Turning in Homework and the Software Manual
To turn in your homework, you will need to supply (via email) a repository link that your instructor and “git” from Github. To grade/edit your homework, you will need to identify your homework repository as something on which your instructor is a collaborator.
Grading:
Your grade in the course will be determined by the following:
- Homework will account for a 40% of a student’s grade. Homework must be turned in on time. Late homework will not be accepted under any circumstances. If you must be gone, any homework must be turned in before the due date. The only exception to this rule is for a family emergency. Also, codes must be carefully documented. An example of a well documented code will be discussed in class and a version will be posted on line.

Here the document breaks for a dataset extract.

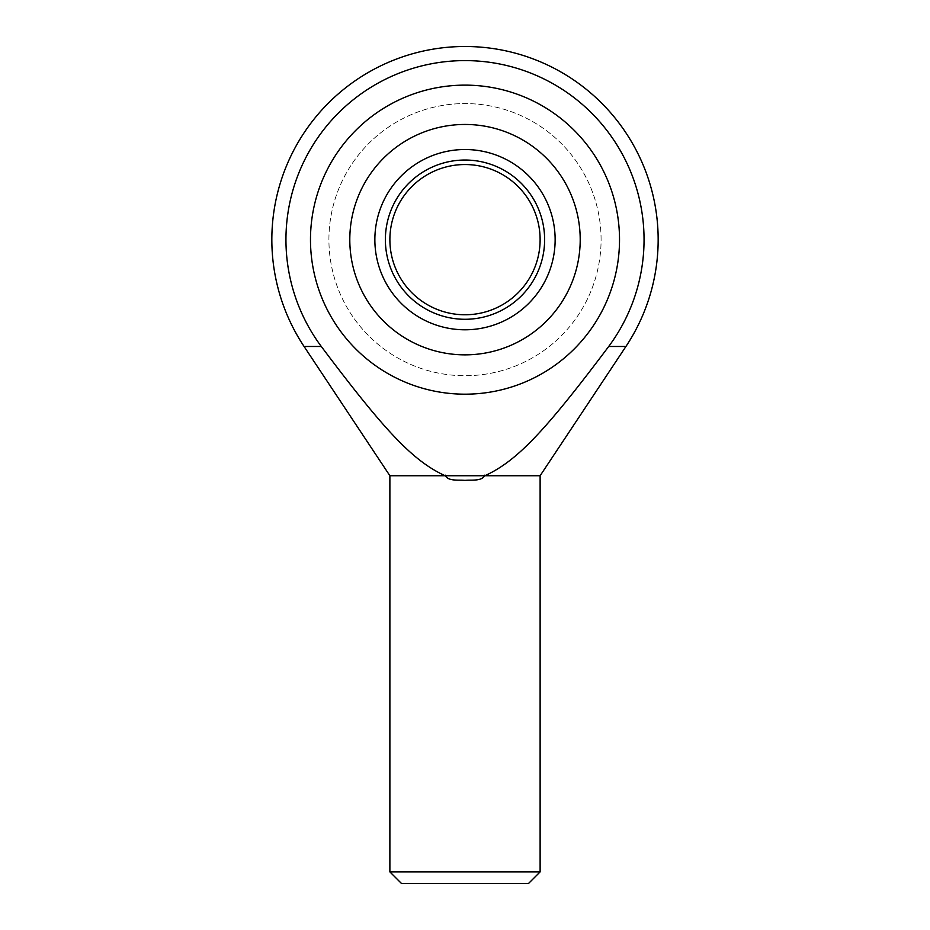 <?xml version="1.0" encoding="UTF-8"?>
<svg xmlns="http://www.w3.org/2000/svg" width="930" height="930" viewBox="0 0 930 930"><rect width="100%" height="100%" fill="white"/><g stroke="black" fill="none" stroke-linecap="round" stroke-linejoin="round"><path stroke-width="0.7" stroke-dasharray="4.65 3.49" d="M389.879 475.73L484.89 475.73C516.569 461.175 544.224 432.311 608.697 346.483L625.925 346.483M608.697 346.483A179.06 179.06 0 0 0 465 60.601A179.06 179.06 0 0 0 321.303 346.483C385.776 432.311 413.432 461.175 445.11 475.73M619.519 239.649A154.519 154.519 0 0 0 465 85.13A154.519 154.519 0 0 0 310.481 239.649A154.519 154.519 0 0 0 465 394.18A154.519 154.519 0 0 0 619.519 239.649A154.519 154.519 0 0 1 465 394.18A154.519 154.519 0 0 1 310.481 239.649A154.519 154.519 0 0 1 465 85.13A154.519 154.519 0 0 1 619.519 239.649M445.214 475.149C447.772 481.577 458.467 479.659 465 480.38C471.533 479.659 482.228 481.577 484.786 475.149M484.89 475.73L540.121 475.73M540.121 871.887L389.879 871.887M304.075 346.483L321.303 346.483M528.496 883.5L401.504 883.5M580.204 239.649A115.204 115.204 0 0 0 465 124.457A115.204 115.204 0 0 0 349.796 239.649A115.204 115.204 0 0 0 465 354.853A115.204 115.204 0 0 0 580.204 239.649M555.14 239.649A90.14 90.14 0 0 0 465 149.521A90.14 90.14 0 0 0 374.86 239.649A90.14 90.14 0 0 0 465 329.79A90.14 90.14 0 0 0 555.14 239.649M465 164.54A75.121 75.121 0 0 1 540.121 239.649A75.121 75.121 0 0 1 465 314.77A75.121 75.121 0 0 1 389.879 239.649A75.121 75.121 0 0 1 465 164.54M465 160.03A79.62 79.62 0 0 0 385.38 239.649A79.62 79.62 0 0 0 465 319.281A79.62 79.62 0 0 0 544.62 239.649A79.62 79.62 0 0 0 465 160.03M601.082 239.649A136.082 136.082 0 0 0 465 103.579A136.082 136.082 0 0 0 328.918 239.649A136.082 136.082 0 0 0 465 375.732A136.082 136.082 0 0 0 601.082 239.649A136.082 136.082 0 0 0 465 103.579A136.082 136.082 0 0 0 328.918 239.649A136.082 136.082 0 0 0 465 375.732A136.082 136.082 0 0 0 601.082 239.649"/><path stroke-width="1.4" d="M401.504 883.5L389.879 871.887L540.121 871.887L528.496 883.5L401.504 883.5M389.879 475.73L304.075 346.483L321.303 346.483A179.06 179.06 0 0 1 465 60.601A179.06 179.06 0 0 1 608.697 346.483C544.224 432.311 516.569 461.175 484.89 475.73L389.879 475.73L389.879 871.887M445.11 475.73C413.432 461.175 385.776 432.311 321.303 346.483M484.89 475.73L540.121 475.73L625.925 346.483L608.697 346.483M540.121 475.73L540.121 871.887M484.786 475.149C482.228 481.577 471.533 479.659 465 480.38C458.467 479.659 447.772 481.577 445.214 475.149M310.481 239.649A154.519 154.519 0 0 1 465 85.13A154.519 154.519 0 0 1 619.519 239.649A154.519 154.519 0 0 1 465 394.18A154.519 154.519 0 0 1 310.481 239.649A154.519 154.519 0 0 0 465 394.18A154.519 154.519 0 0 0 619.519 239.649A154.519 154.519 0 0 0 465 85.13A154.519 154.519 0 0 0 310.481 239.649M349.796 239.649A115.204 115.204 0 0 1 465 124.457A115.204 115.204 0 0 1 580.204 239.649A115.204 115.204 0 0 1 465 354.853A115.204 115.204 0 0 1 349.796 239.649M374.86 239.649A90.14 90.14 0 0 1 465 149.521A90.14 90.14 0 0 1 555.14 239.649A90.14 90.14 0 0 1 465 329.79A90.14 90.14 0 0 1 374.86 239.649M465 164.54A75.121 75.121 0 0 0 389.879 239.649A75.121 75.121 0 0 0 465 314.77A75.121 75.121 0 0 0 540.121 239.649A75.121 75.121 0 0 0 465 164.54M465 160.03A79.62 79.62 0 0 1 544.62 239.649A79.62 79.62 0 0 1 465 319.281A79.62 79.62 0 0 1 385.38 239.649A79.62 79.62 0 0 1 465 160.03M625.925 346.483A193.149 193.149 0 0 0 465 46.5A193.149 193.149 0 0 0 304.075 346.483"/></g></svg>

- Two midterms will be given. Each will cover about one half of the content of the course. Each of these midterms will account for 20% or 40% of the grade earned in the course. Note that the midterms will be comprised of about 5 or 6 short answer questions. The questions will be taken out of the textbook. There is a set of questions at the end of each chapter that will be used in determining the questions for the exam. The idea is that a number of these questions will be identified as possible exam questions. A subset of these questions will appear on the two midterms.
- A portfolio of routines will be required of each student. The portfolio of routines must be written in the form of a software manual. The exact form of the portfolio will be discussed in class. Based on past experience the formatting will be strict in that the entries in the manual must be formatted using the template included in the Math 4610 repository. There will be absolutely no exceptions to this requirement!. Assignments that do not meet the formatting requirements will NOT be graded. Part of the reason for putting strict is due to the idea that in a job, you will need to follow the company formatting to have your algorithms included in bigger projects.
If students have questions about assignments and midterms, please contact me. One of the assignments will be to meet with me at least once every two weeks to discuss progress in the course. This means that 2 times each month during the semester you will need to show up at offce hours or make an appointment to see me. You will need to do this 8 times during the semester.